- Ausnara Union Location of Ausnara Union in Bangladesh
- Coordinates: 24°36′37″N 90°04′48″E﻿ / ﻿24.610216°N 90.079888°E
- Country: Bangladesh
- Division: Dhaka Division
- District: Tangail District
- Upazila: Madhupur Upazila
- Established on: 1984

Government
- • Type: Union Council

Area
- • Total: 117.71 km^{2} (45.45 sq mi)
- Elevation: 28 m (92 ft)

Population (2011)
- • Total: 56,794
- • Density: 482.49/km^{2} (1,249.6/sq mi)
- Time zone: UTC+6 (BST)
- Postal code: 1996
- Website: Official Website of Ausnara Union

= Ausnara Union =

Ausnara Union (আউশনারা ইউনিয়ন) is a union of Madhupur Upazila, Tangail District, Bangladesh.
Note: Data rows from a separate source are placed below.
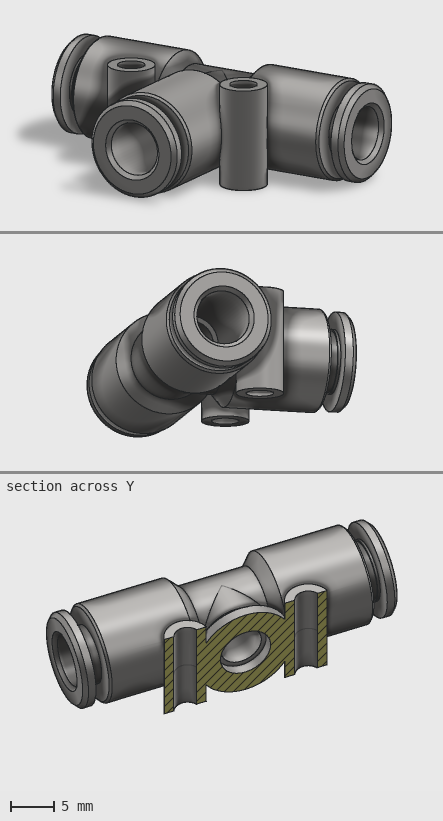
import cadquery as cq

reach = 19.8
sleeve_radius = 6.0
sleeve_end = 16.67
sleeve_chamfer = 0.28
shoulder = 5.65
waist_radius = 4.6

flange_radius = 5.8
flange_thickness = 1.45
flange_chamfer = 0.5
neck_radius = 3.55
root_radius = 3.75
root_length = 0.3

tube_radius = 3.13
mouth_radius = 3.6
tube_stop = shoulder
passage_radius = 2.55

eyelet_radius = 2.752
eyelet_hole_radius = 1.6
eyelet_offset = 7.6

DIRECTIONS = {"left": 90, "branch": 180, "right": 270}


def revolve_port(points, angle):
    """Revolve a (radius, distance from centre) outline about +Y, then turn it about Z."""
    solid = cq.Workplane("XY").polyline(points).close().revolve(360, (0, 0), (0, 1))
    return solid.rotate((0, 0, 0), (0, 0, 1), angle)


def port_body(angle):
    flange_back = reach - flange_thickness
    cone_length = sleeve_radius - waist_radius
    outline = [
        (0, 0),
        (waist_radius, 0),
        (waist_radius, shoulder - cone_length),
        (sleeve_radius, shoulder),
        (sleeve_radius, sleeve_end - sleeve_chamfer),
        (sleeve_radius - sleeve_chamfer, sleeve_end),
        (neck_radius, sleeve_end),
        (neck_radius, flange_back - root_length),
        (root_radius, flange_back - root_length),
        (root_radius, flange_back),
        (flange_radius, flange_back),
        (flange_radius, reach - flange_chamfer),
        (flange_radius - flange_chamfer, reach),
        (0, reach),
    ]
    return revolve_port(outline, angle)


def port_bore(angle):
    mouth_chamfer = mouth_radius - tube_radius
    outline = [
        (0, 0),
        (passage_radius, 0),
        (passage_radius, tube_stop),
        (tube_radius, tube_stop),
        (tube_radius, reach - mouth_chamfer),
        (mouth_radius, reach),
        (0, reach),
    ]
    return revolve_port(outline, angle)


def eyelet_cylinders(radius):
    centres = [(-eyelet_offset, -eyelet_offset), (eyelet_offset, -eyelet_offset)]
    return cq.Workplane("XY").pushPoints(centres).circle(radius).extrude(sleeve_radius, both=True)


result = eyelet_cylinders(eyelet_radius)
for direction in DIRECTIONS.values():
    result = result.union(port_body(direction))
for direction in DIRECTIONS.values():
    result = result.cut(port_bore(direction))
result = result.cut(eyelet_cylinders(eyelet_hole_radius))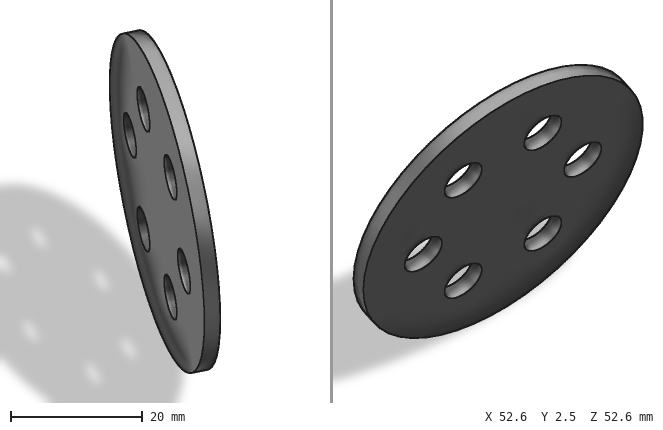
import cadquery as cq

disc_diameter = 52.6
disc_thickness = 2.5
hole_diameter = 7.0
hole_circle_diameter = 30.0
hole_count = 6

disc = cq.Workplane("XZ").circle(disc_diameter / 2).extrude(disc_thickness)

holes = (
    cq.Workplane("XZ")
    .polarArray(hole_circle_diameter / 2, 0, 360, hole_count)
    .circle(hole_diameter / 2)
    .extrude(disc_thickness)
)

result = disc.cut(holes)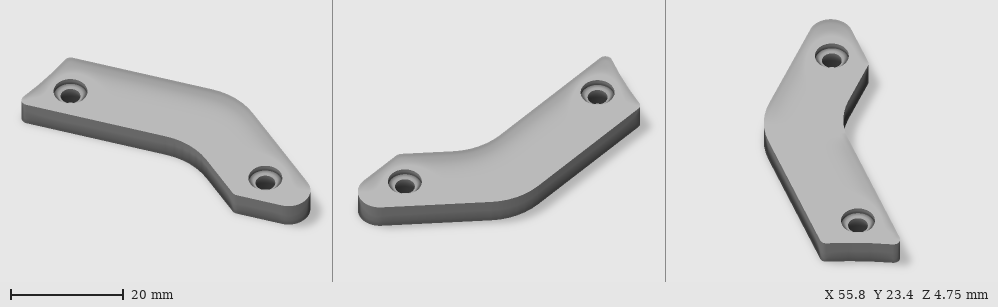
import cadquery as cq
import math

length = 55.75
depth = 23.4
thickness = 4.75

arm_width = 13.45
slope_angle = math.radians(42.8)
inner_bend_x = 32.15
bend_radius = 12.6
tip_radius = 3.9
toe_radius = 1.35

hollow_top_x = 4.8
hollow_bottom_x = -0.8
hollow_sag = 0.4
heel_radius = 1.2
shoulder_radius = 1.1

hole_centers = [(7.75, 15.45), (47.05, 5.5)]
hole_diameter = 3.5
counterbore_diameter = 6.0
counterbore_depth = 1.2

arm_bottom_y = depth - arm_width
toe_x = inner_bend_x + arm_bottom_y / math.tan(slope_angle)
tip_x = length - tip_radius + tip_radius / math.tan(slope_angle / 2)
outer_bend_x = tip_x - depth / math.tan(slope_angle)

hollow_run = hollow_top_x - hollow_bottom_x
hollow_chord = math.hypot(hollow_run, arm_width)
hollow_middle = (
    (hollow_top_x + hollow_bottom_x) / 2 + hollow_sag * arm_width / hollow_chord,
    arm_bottom_y + arm_width / 2 - hollow_sag * hollow_run / hollow_chord,
)


def round_corner(body, x, y, radius):
    """Round the vertical edge standing at (x, y)."""
    edge = cq.selectors.NearestToPointSelector((x, y, thickness / 2))
    return body.edges("|Z").edges(edge).fillet(radius)


plate = (
    cq.Workplane("XY")
    .moveTo(hollow_bottom_x, arm_bottom_y)
    .lineTo(inner_bend_x, arm_bottom_y)
    .lineTo(toe_x, 0)
    .lineTo(tip_x, 0)
    .lineTo(outer_bend_x, depth)
    .lineTo(hollow_top_x, depth)
    .threePointArc(hollow_middle, (hollow_bottom_x, arm_bottom_y))
    .close()
    .extrude(thickness)
)

corner_rounds = [
    (hollow_bottom_x, arm_bottom_y, heel_radius),
    (inner_bend_x, arm_bottom_y, bend_radius),
    (toe_x, 0, toe_radius),
    (tip_x, 0, tip_radius),
    (outer_bend_x, depth, bend_radius),
    (hollow_top_x, depth, shoulder_radius),
]
for corner_x, corner_y, corner_radius in corner_rounds:
    plate = round_corner(plate, corner_x, corner_y, corner_radius)

result = (
    plate.faces(">Z")
    .workplane(origin=(0, 0, thickness))
    .pushPoints(hole_centers)
    .cboreHole(hole_diameter, counterbore_diameter, counterbore_depth)
)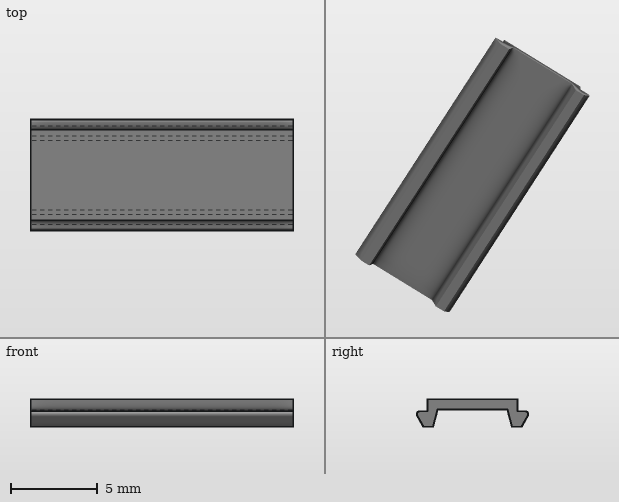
import cadquery as cq
import math

length = 15.1
width = 6.4
height = 1.6

plate_width = 5.2
plate_thickness = 0.6

ledge_depth = 0.7
ledge_radius = 0.18
underside_radius = 0.24
foot_outer_width = 5.65
foot_inner_width = 4.53

channel_top_width = 4.0

ledge_z = height - ledge_depth
channel_z = height - plate_thickness

nose_z = ledge_z - ledge_radius
ledge_center_y = width / 2 - ledge_radius
underside_center_y = width / 2 - underside_radius

offset_y = underside_center_y - foot_outer_width / 2
foot_to_center = math.hypot(offset_y, nose_z)
foot_tilt = math.asin(offset_y / foot_to_center) + math.asin(underside_radius / foot_to_center)


def nose_point(center_y, radius, angle):
    """Point on a nose round, with the angle in radians above the outward direction."""
    return (center_y + radius * math.cos(angle), nose_z + radius * math.sin(angle))


half_section = (
    cq.Workplane("YZ")
    .moveTo(0, height)
    .lineTo(plate_width / 2, height)
    .lineTo(plate_width / 2, ledge_z)
    .lineTo(ledge_center_y, ledge_z)
    .threePointArc(nose_point(ledge_center_y, ledge_radius, math.pi / 4), (width / 2, nose_z))
    .threePointArc(
        nose_point(underside_center_y, underside_radius, -foot_tilt / 2),
        nose_point(underside_center_y, underside_radius, -foot_tilt),
    )
    .lineTo(foot_outer_width / 2, 0)
    .lineTo(foot_inner_width / 2, 0)
    .lineTo(channel_top_width / 2, channel_z)
    .lineTo(0, channel_z)
    .close()
)

half_rail = half_section.extrude(length / 2, both=True)
result = half_rail.union(half_rail.mirror("XZ")).clean()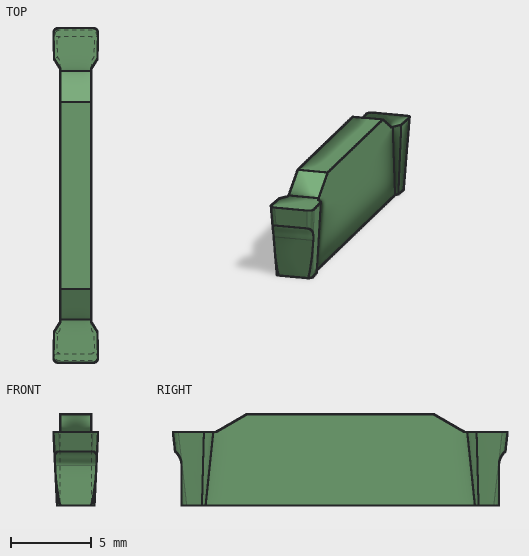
import cadquery as cq
import math

length = 20.8
height = 5.68
web_width = 1.95
head_height = 4.58

ramp_angle = math.radians(30)
ramp_foot = 2.68
ramp_run = (height - head_height) / math.tan(ramp_angle)

tip_width = 2.8
shoulder_width = 2.7
shoulder_setback = 1.93
neck_setback = 2.52
corner_radius = 0.33

base_tip_width = 2.37
base_shoulder_width = 2.25
base_tip_setback = 0.52
base_neck_setback = 2.04
neck_slope = (neck_setback - shoulder_setback) / (shoulder_width - web_width)
base_shoulder_setback = base_neck_setback - neck_slope * (base_shoulder_width - web_width)

edge_depth = 1.2
relief_depth = 2.08
relief_setback = 0.55
tip_slope = base_tip_setback / head_height

half_length = length / 2
web_end = half_length - neck_setback


def make_web():
    """Web plate with a ramp down to head height at each end."""
    foot = half_length - ramp_foot
    crest = foot - ramp_run
    return (
        cq.Workplane("YZ")
        .polyline([
            (-web_end, 0),
            (web_end, 0),
            (web_end, head_height),
            (foot, head_height),
            (crest, height),
            (-crest, height),
            (-foot, head_height),
            (-web_end, head_height),
        ])
        .close()
        .extrude(web_width / 2, both=True)
    )


def head_outline(tip, tip_setback, shoulder, shoulder_back, neck_back):
    """Symmetric head outline at the -Y end, closed inside the web."""
    right_side = [
        (tip / 2, tip_setback - half_length),
        (shoulder / 2, shoulder_back - half_length),
        (web_width / 2, neck_back - half_length),
        (web_width / 2, ramp_foot - half_length),
    ]
    return right_side + [(-x, y) for x, y in reversed(right_side)]


def make_head():
    """Tapered head at the -Y end with rounded corners and a relieved tip."""
    base = head_outline(
        base_tip_width, base_tip_setback, base_shoulder_width, base_shoulder_setback, base_neck_setback
    )
    top = head_outline(tip_width, 0, shoulder_width, shoulder_setback, neck_setback)
    head = (
        cq.Workplane("XY")
        .polyline(base)
        .close()
        .workplane(offset=head_height)
        .polyline(top)
        .close()
        .loft(ruled=True)
    )
    tip_corners = head.faces("<Y").edges("<X or >X")
    rounded_head = tip_corners.fillet(corner_radius)
    return rounded_head.cut(make_relief())


def make_relief():
    """Cutter for the space in front of the relieved tip."""
    arc_top = head_height - edge_depth
    arc_end = head_height - relief_depth
    edge_setback = tip_slope * edge_depth
    inset = relief_setback - edge_setback
    rise = arc_top - arc_end
    radius = (inset**2 + rise**2) / (2 * inset)
    half_sweep = math.asin(rise / radius) / 2
    face_y = relief_setback - half_length
    arc_middle = (
        face_y - radius * (1 - math.cos(half_sweep)),
        arc_end + radius * math.sin(half_sweep),
    )
    return (
        cq.Workplane("YZ")
        .moveTo(-half_length, 0)
        .lineTo(face_y, 0)
        .lineTo(face_y, arc_end)
        .threePointArc(arc_middle, (edge_setback - half_length, arc_top))
        .lineTo(-half_length, arc_top)
        .close()
        .extrude(tip_width, both=True)
    )


front_head = make_head()
back_head = front_head.mirror("XZ")
result = make_web().union(front_head).union(back_head)

It is situated 21 km southeast of Madhupur and 59 km northeast of Tangail in the middle of the Madhupur tract.

==Demographics==

According to Population Census 2011 performed by Bangladesh Bureau of Statistics, The total population of Ausnara union is 56794. There are 14624 households in total.

==Administration==
There are twenty-nine villages in the union, including Achra.

==Education==

The literacy rate of Ausnara Union is 37.7% (Male-39.5%, Female-36%).